On Validea, we run four quantitative models that incorporate all or part of the shareholder yield formula. With all of these, they are using shareholder yield as one criteria within a larger variable set. For example, our James O’Shaughnessy based Value Composite model looks at five distinct value criteria (Price/Book, Price/Sales, Price/Earnings, Price/Cash Flow, EV/EBITDA and shareholder yield) to rank stocks.

ModelGuruBook Description
Value Composite InvestorJames O’ShaughnessyWhat Works on Wall StreetThis value strategy looks for inexpensive stocks using a composite of value factors.
Shareholder Yield Meb FaberShareholder Yield: A Better Approach to Dividend InvestingThis strategy looks for companies returning cash to shareholders via dividends, buybacks and debt paydown.

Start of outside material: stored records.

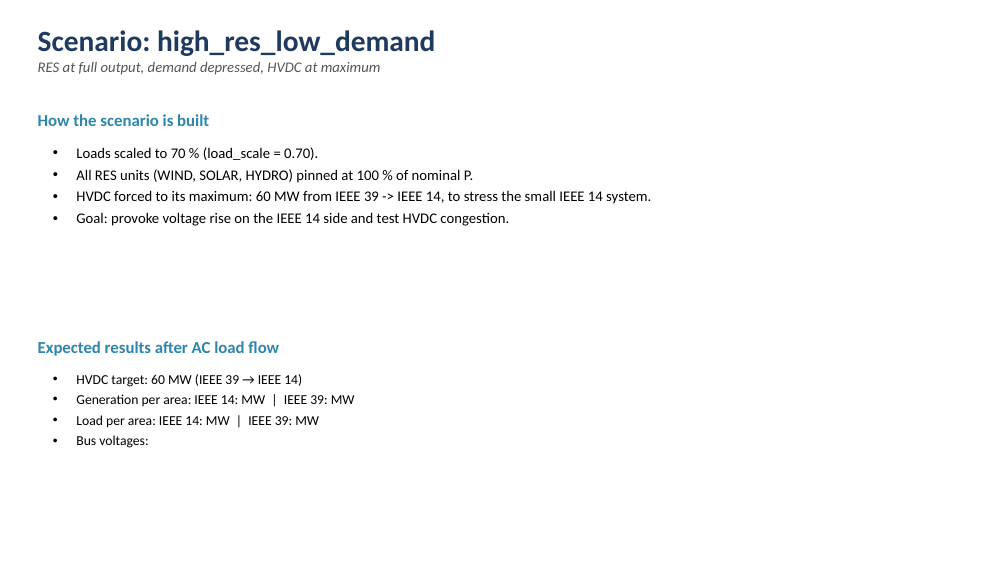
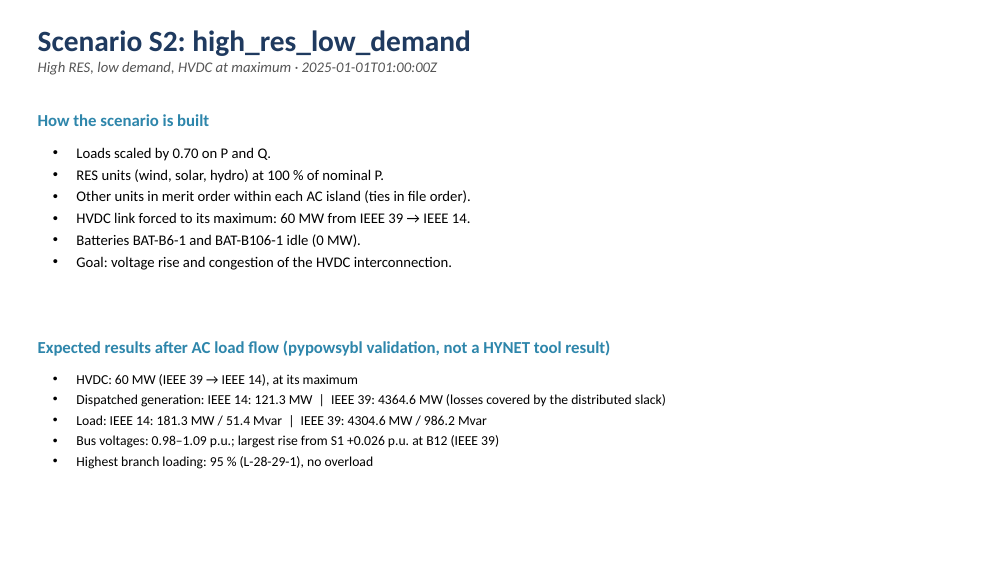
Before and after one commit to SuperGrid-Institute/hynet-t32-reference-test-case, a slide deck: slide 5 of docs/scenarios_presentation.pptx. Drawn at 1008x567 pixels with LibreOffice and Linux fonts; fonts in the diff are those of the drawing. Boxes give left, top, right and bottom in pixels: in the first picture for what was removed or moved away, otherwise in the second. Text is boxed around its words. In the diff, an @@ line names an element or a change of style, - is before the commit and + after.

Commit message:
docs(docs): align the scenario presentation with the shipped scenarios

```diff
--- a/docs/scenarios_presentation.pptx
+++ b/docs/scenarios_presentation.pptx
@@ text at [38, 30, 470, 75]: text changed @@
-Scenario: high_res_low_demand
-RES at full output, demand depressed, HVDC at maximum
+Scenario S2: high_res_low_demand
+High RES, low demand, HVDC at maximum · 2025-01-01T01:00:00Z
@@ text at [76, 147, 471, 270]: text changed @@
-• Loads scaled to 70 % (load_scale = 0.70).
-• All RES units (WIND, SOLAR, HYDRO) pinned at 100 % of nominal P.
-• HVDC forced to its maximum: 60 MW from IEEE 39 -> IEEE 14, to stress the small IEEE 14 system.
-• Goal: provoke voltage rise on the IEEE 14 side and test HVDC congestion.
+• Loads scaled by 0.70 on P and Q.
+• RES units (wind, solar, hydro) at 100 % of nominal P.
+• Other units in merit order within each AC island (ties in file order).
+• HVDC link forced to its maximum: 60 MW from IEEE 39 → IEEE 14.
+• Batteries BAT-B6-1 and BAT-B106-1 idle (0 MW).
+• Goal: voltage rise and congestion of the HVDC interconnection.
@@ text at [38, 341, 610, 356]: text changed @@
-Expected results after AC load flow
+Expected results after AC load flow (pypowsybl validation, not a HYNET tool result)
@@ text at [76, 374, 666, 469]: text changed @@
-• HVDC target: 60 MW (IEEE 39 → IEEE 14)
-• Generation per area: IEEE 14: MW | IEEE 39: MW
-• Load per area: IEEE 14: MW | IEEE 39: MW
-• Bus voltages:
+• HVDC: 60 MW (IEEE 39 → IEEE 14), at its maximum
+• Dispatched generation: IEEE 14: 121.3 MW | IEEE 39: 4364.6 MW (losses covered by the distributed slack)
+• Load: IEEE 14: 181.3 MW / 51.4 Mvar | IEEE 39: 4304.6 MW / 986.2 Mvar
+• Bus voltages: 0.98–1.09 p.u.; largest rise from S1 +0.026 p.u. at B12 (IEEE 39)
+• Highest branch loading: 95 % (L-28-29-1), no overload
```
Also in this commit, not shown: 4 other slides changed, 1 other file.

Multi-Factor InvestorPim van VlietHigh Returns from Low Risk: A Remarkable Stock Market ParadoxThis multi-factor model seeks low volatility stocks that also have strong momentum and high net payout yields.
Millennial Investor Patrick O’ShaughnessyMillennial Money: How Young Investors Can Build a FortuneThis strategy looks for inexpensive stocks with high shareholder yield and return on invested capital.

As Priest theorized, and as we can see based on the underlying concept behind shareholder yield and the long term performance in O’Shaughnessy’s research, returning cash to shareholders via dividends, buybacks and debt paydown are all ways to increase shareholder value over time. Having a systematic way to identify high shareholder yield stocks can help investors take advantage of this factor.